■ Task objective ■
Write out the records that follow exactly. Do not include pictures.

** Input for this task follows **

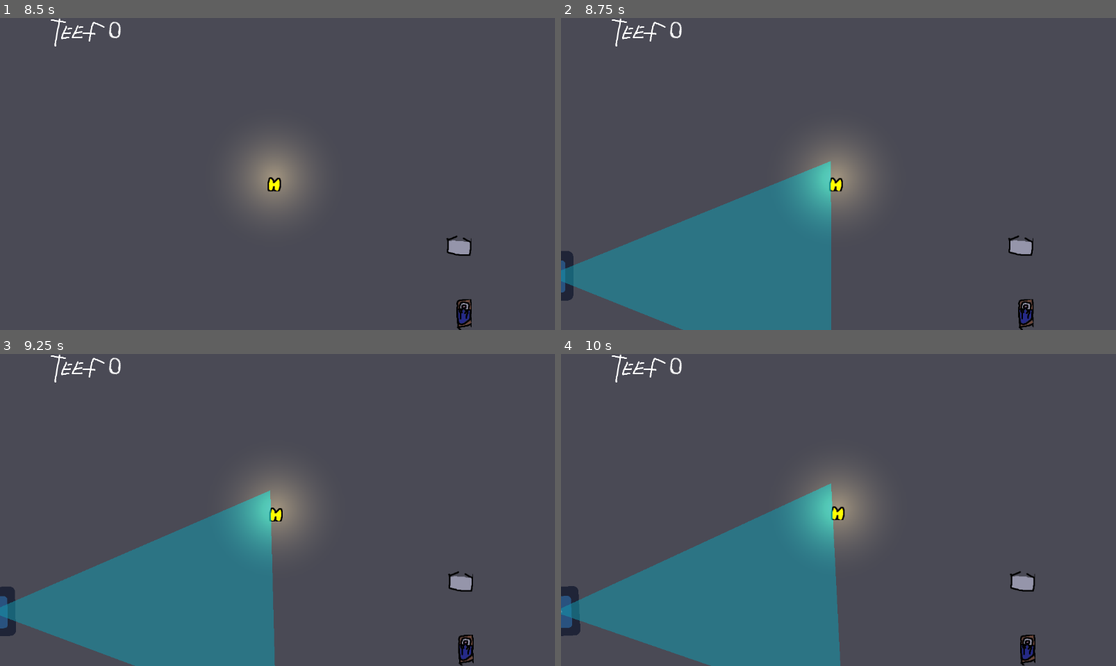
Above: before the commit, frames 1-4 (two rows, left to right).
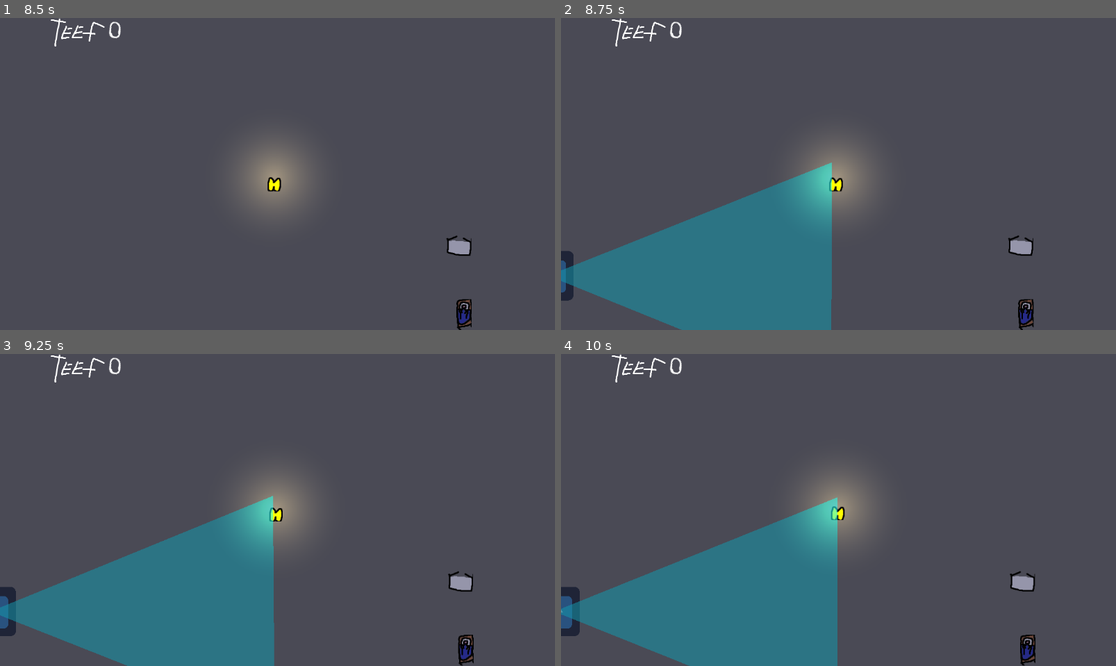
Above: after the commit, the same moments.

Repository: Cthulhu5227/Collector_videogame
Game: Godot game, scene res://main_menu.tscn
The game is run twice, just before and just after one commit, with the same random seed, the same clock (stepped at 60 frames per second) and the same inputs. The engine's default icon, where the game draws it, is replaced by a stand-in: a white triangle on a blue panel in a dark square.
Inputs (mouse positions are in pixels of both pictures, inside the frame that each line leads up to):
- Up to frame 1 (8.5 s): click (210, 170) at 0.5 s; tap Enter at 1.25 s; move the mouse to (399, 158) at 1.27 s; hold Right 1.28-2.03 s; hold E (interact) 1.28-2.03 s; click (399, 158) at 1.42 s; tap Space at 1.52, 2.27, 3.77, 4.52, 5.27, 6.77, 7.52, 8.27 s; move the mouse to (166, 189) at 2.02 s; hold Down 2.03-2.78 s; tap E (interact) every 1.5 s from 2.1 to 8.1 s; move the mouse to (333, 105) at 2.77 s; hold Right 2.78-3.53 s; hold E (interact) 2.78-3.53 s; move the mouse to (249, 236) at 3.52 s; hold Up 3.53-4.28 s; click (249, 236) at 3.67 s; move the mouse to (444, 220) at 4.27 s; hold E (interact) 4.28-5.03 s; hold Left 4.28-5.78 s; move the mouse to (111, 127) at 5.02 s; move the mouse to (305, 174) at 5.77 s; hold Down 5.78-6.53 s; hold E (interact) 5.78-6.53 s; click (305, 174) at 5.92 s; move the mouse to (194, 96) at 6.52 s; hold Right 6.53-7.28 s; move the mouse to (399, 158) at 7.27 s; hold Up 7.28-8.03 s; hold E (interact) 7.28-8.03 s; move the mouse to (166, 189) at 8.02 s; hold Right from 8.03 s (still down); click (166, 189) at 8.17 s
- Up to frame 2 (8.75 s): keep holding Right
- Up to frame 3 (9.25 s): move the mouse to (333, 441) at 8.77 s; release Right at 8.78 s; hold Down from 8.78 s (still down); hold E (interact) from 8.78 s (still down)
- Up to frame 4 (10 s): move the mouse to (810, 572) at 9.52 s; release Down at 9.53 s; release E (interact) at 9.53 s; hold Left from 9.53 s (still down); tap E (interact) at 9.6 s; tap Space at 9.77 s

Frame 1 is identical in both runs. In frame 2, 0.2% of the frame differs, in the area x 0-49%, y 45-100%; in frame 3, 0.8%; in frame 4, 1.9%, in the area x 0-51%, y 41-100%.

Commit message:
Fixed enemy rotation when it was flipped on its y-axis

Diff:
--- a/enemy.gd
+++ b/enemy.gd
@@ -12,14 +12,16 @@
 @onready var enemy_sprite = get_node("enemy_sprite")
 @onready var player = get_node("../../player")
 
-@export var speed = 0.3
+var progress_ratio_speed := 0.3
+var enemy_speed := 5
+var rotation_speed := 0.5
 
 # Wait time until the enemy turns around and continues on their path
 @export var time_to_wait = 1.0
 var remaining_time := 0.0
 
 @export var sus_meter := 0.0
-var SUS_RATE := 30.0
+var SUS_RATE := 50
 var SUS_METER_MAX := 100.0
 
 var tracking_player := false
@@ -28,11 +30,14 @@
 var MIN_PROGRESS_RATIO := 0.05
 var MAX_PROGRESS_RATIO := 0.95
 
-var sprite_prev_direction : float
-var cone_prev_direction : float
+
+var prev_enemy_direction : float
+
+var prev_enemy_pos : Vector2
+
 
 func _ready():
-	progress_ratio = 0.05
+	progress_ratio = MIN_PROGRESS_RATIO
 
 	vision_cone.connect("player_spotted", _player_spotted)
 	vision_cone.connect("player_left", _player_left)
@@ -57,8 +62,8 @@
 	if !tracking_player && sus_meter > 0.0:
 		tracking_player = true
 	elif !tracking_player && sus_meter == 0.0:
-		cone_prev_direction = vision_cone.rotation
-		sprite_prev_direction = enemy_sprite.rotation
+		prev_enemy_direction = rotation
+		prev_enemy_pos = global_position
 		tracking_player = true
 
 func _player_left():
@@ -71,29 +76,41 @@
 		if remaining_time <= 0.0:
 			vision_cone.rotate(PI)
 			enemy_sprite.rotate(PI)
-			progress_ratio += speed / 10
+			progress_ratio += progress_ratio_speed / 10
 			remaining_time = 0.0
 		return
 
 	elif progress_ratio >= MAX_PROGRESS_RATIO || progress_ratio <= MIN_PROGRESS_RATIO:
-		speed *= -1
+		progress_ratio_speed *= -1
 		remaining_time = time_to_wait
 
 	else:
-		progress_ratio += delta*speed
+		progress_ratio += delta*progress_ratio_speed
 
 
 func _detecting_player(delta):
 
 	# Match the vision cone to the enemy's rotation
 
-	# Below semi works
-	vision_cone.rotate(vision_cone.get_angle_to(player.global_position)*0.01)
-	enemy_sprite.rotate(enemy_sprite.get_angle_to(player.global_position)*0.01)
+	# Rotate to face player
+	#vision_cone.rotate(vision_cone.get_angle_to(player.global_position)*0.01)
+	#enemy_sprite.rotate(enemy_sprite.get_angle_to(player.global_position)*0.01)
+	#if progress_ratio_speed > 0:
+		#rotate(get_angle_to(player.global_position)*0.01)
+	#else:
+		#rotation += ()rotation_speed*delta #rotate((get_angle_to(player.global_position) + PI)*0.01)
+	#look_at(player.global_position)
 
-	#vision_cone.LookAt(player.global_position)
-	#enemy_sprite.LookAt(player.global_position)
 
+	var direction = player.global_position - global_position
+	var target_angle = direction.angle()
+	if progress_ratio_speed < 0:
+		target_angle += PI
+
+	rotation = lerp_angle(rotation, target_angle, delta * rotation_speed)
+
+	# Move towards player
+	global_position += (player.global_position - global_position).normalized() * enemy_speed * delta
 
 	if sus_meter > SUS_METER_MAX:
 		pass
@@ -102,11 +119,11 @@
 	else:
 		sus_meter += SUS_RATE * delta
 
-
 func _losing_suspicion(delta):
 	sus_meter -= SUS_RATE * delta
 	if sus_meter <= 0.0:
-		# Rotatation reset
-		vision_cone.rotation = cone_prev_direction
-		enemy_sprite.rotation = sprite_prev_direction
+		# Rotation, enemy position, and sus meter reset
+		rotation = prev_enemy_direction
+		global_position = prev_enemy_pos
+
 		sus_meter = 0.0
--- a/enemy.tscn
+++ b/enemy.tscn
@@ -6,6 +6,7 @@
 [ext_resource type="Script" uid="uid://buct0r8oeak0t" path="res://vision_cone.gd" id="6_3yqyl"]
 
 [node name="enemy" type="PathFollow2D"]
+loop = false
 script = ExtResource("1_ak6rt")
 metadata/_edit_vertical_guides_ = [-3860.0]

** End of Input for this task **

■ Written solution ■
Above: before the commit, frames 1-4 (two rows, left to right).
Above: after the commit, the same moments.

Repository: Cthulhu5227/Collector_videogame
Game: Godot game, scene res://main_menu.tscn
The game is run twice, just before and just after one commit, with the same random seed, the same clock (stepped at 60 frames per second) and the same inputs. The engine's default icon, where the game draws it, is replaced by a stand-in: a white triangle on a blue panel in a dark square.
Inputs (mouse positions are in pixels of both pictures, inside the frame that each line leads up to):
- Up to frame 1 (8.5 s): click (210, 170) at 0.5 s; tap Enter at 1.25 s; move the mouse to (399, 158) at 1.27 s; hold Right 1.28-2.03 s; hold E (interact) 1.28-2.03 s; click (399, 158) at 1.42 s; tap Space at 1.52, 2.27, 3.77, 4.52, 5.27, 6.77, 7.52, 8.27 s; move the mouse to (166, 189) at 2.02 s; hold Down 2.03-2.78 s; tap E (interact) every 1.5 s from 2.1 to 8.1 s; move the mouse to (333, 105) at 2.77 s; hold Right 2.78-3.53 s; hold E (interact) 2.78-3.53 s; move the mouse to (249, 236) at 3.52 s; hold Up 3.53-4.28 s; click (249, 236) at 3.67 s; move the mouse to (444, 220) at 4.27 s; hold E (interact) 4.28-5.03 s; hold Left 4.28-5.78 s; move the mouse to (111, 127) at 5.02 s; move the mouse to (305, 174) at 5.77 s; hold Down 5.78-6.53 s; hold E (interact) 5.78-6.53 s; click (305, 174) at 5.92 s; move the mouse to (194, 96) at 6.52 s; hold Right 6.53-7.28 s; move the mouse to (399, 158) at 7.27 s; hold Up 7.28-8.03 s; hold E (interact) 7.28-8.03 s; move the mouse to (166, 189) at 8.02 s; hold Right from 8.03 s (still down); click (166, 189) at 8.17 s
- Up to frame 2 (8.75 s): keep holding Right
- Up to frame 3 (9.25 s): move the mouse to (333, 441) at 8.77 s; release Right at 8.78 s; hold Down from 8.78 s (still down); hold E (interact) from 8.78 s (still down)
- Up to frame 4 (10 s): move the mouse to (810, 572) at 9.52 s; release Down at 9.53 s; release E (interact) at 9.53 s; hold Left from 9.53 s (still down); tap E (interact) at 9.6 s; tap Space at 9.77 s

Frame 1 is identical in both runs. In frame 2, 0.2% of the frame differs, in the area x 0-49%, y 45-100%; in frame 3, 0.8%; in frame 4, 1.9%, in the area x 0-51%, y 41-100%.

Commit message:
Fixed enemy rotation when it was flipped on its y-axis

Diff:
--- a/enemy.gd
+++ b/enemy.gd
@@ -12,14 +12,16 @@
 @onready var enemy_sprite = get_node("enemy_sprite")
 @onready var player = get_node("../../player")
 
-@export var speed = 0.3
+var progress_ratio_speed := 0.3
+var enemy_speed := 5
+var rotation_speed := 0.5
 
 # Wait time until the enemy turns around and continues on their path
 @export var time_to_wait = 1.0
 var remaining_time := 0.0
 
 @export var sus_meter := 0.0
-var SUS_RATE := 30.0
+var SUS_RATE := 50
 var SUS_METER_MAX := 100.0
 
 var tracking_player := false
@@ -28,11 +30,14 @@
 var MIN_PROGRESS_RATIO := 0.05
 var MAX_PROGRESS_RATIO := 0.95
 
-var sprite_prev_direction : float
-var cone_prev_direction : float
+
+var prev_enemy_direction : float
+
+var prev_enemy_pos : Vector2
+
 
 func _ready():
-	progress_ratio = 0.05
+	progress_ratio = MIN_PROGRESS_RATIO
 
 	vision_cone.connect("player_spotted", _player_spotted)
 	vision_cone.connect("player_left", _player_left)
@@ -57,8 +62,8 @@
 	if !tracking_player && sus_meter > 0.0:
 		tracking_player = true
 	elif !tracking_player && sus_meter == 0.0:
-		cone_prev_direction = vision_cone.rotation
-		sprite_prev_direction = enemy_sprite.rotation
+		prev_enemy_direction = rotation
+		prev_enemy_pos = global_position
 		tracking_player = true
 
 func _player_left():
@@ -71,29 +76,41 @@
 		if remaining_time <= 0.0:
 			vision_cone.rotate(PI)
 			enemy_sprite.rotate(PI)
-			progress_ratio += speed / 10
+			progress_ratio += progress_ratio_speed / 10
 			remaining_time = 0.0
 		return
 
 	elif progress_ratio >= MAX_PROGRESS_RATIO || progress_ratio <= MIN_PROGRESS_RATIO:
-		speed *= -1
+		progress_ratio_speed *= -1
 		remaining_time = time_to_wait
 
 	else:
-		progress_ratio += delta*speed
+		progress_ratio += delta*progress_ratio_speed
 
 
 func _detecting_player(delta):
 
 	# Match the vision cone to the enemy's rotation
 
-	# Below semi works
-	vision_cone.rotate(vision_cone.get_angle_to(player.global_position)*0.01)
-	enemy_sprite.rotate(enemy_sprite.get_angle_to(player.global_position)*0.01)
+	# Rotate to face player
+	#vision_cone.rotate(vision_cone.get_angle_to(player.global_position)*0.01)
+	#enemy_sprite.rotate(enemy_sprite.get_angle_to(player.global_position)*0.01)
+	#if progress_ratio_speed > 0:
+		#rotate(get_angle_to(player.global_position)*0.01)
+	#else:
+		#rotation += ()rotation_speed*delta #rotate((get_angle_to(player.global_position) + PI)*0.01)
+	#look_at(player.global_position)
 
-	#vision_cone.LookAt(player.global_position)
-	#enemy_sprite.LookAt(player.global_position)
 
+	var direction = player.global_position - global_position
+	var target_angle = direction.angle()
+	if progress_ratio_speed < 0:
+		target_angle += PI
+
+	rotation = lerp_angle(rotation, target_angle, delta * rotation_speed)
+
+	# Move towards player
+	global_position += (player.global_position - global_position).normalized() * enemy_speed * delta
 
 	if sus_meter > SUS_METER_MAX:
 		pass
@@ -102,11 +119,11 @@
 	else:
 		sus_meter += SUS_RATE * delta
 
-
 func _losing_suspicion(delta):
 	sus_meter -= SUS_RATE * delta
 	if sus_meter <= 0.0:
-		# Rotatation reset
-		vision_cone.rotation = cone_prev_direction
-		enemy_sprite.rotation = sprite_prev_direction
+		# Rotation, enemy position, and sus meter reset
+		rotation = prev_enemy_direction
+		global_position = prev_enemy_pos
+
 		sus_meter = 0.0
--- a/enemy.tscn
+++ b/enemy.tscn
@@ -6,6 +6,7 @@
 [ext_resource type="Script" uid="uid://buct0r8oeak0t" path="res://vision_cone.gd" id="6_3yqyl"]
 
 [node name="enemy" type="PathFollow2D"]
+loop = false
 script = ExtResource("1_ak6rt")
 metadata/_edit_vertical_guides_ = [-3860.0]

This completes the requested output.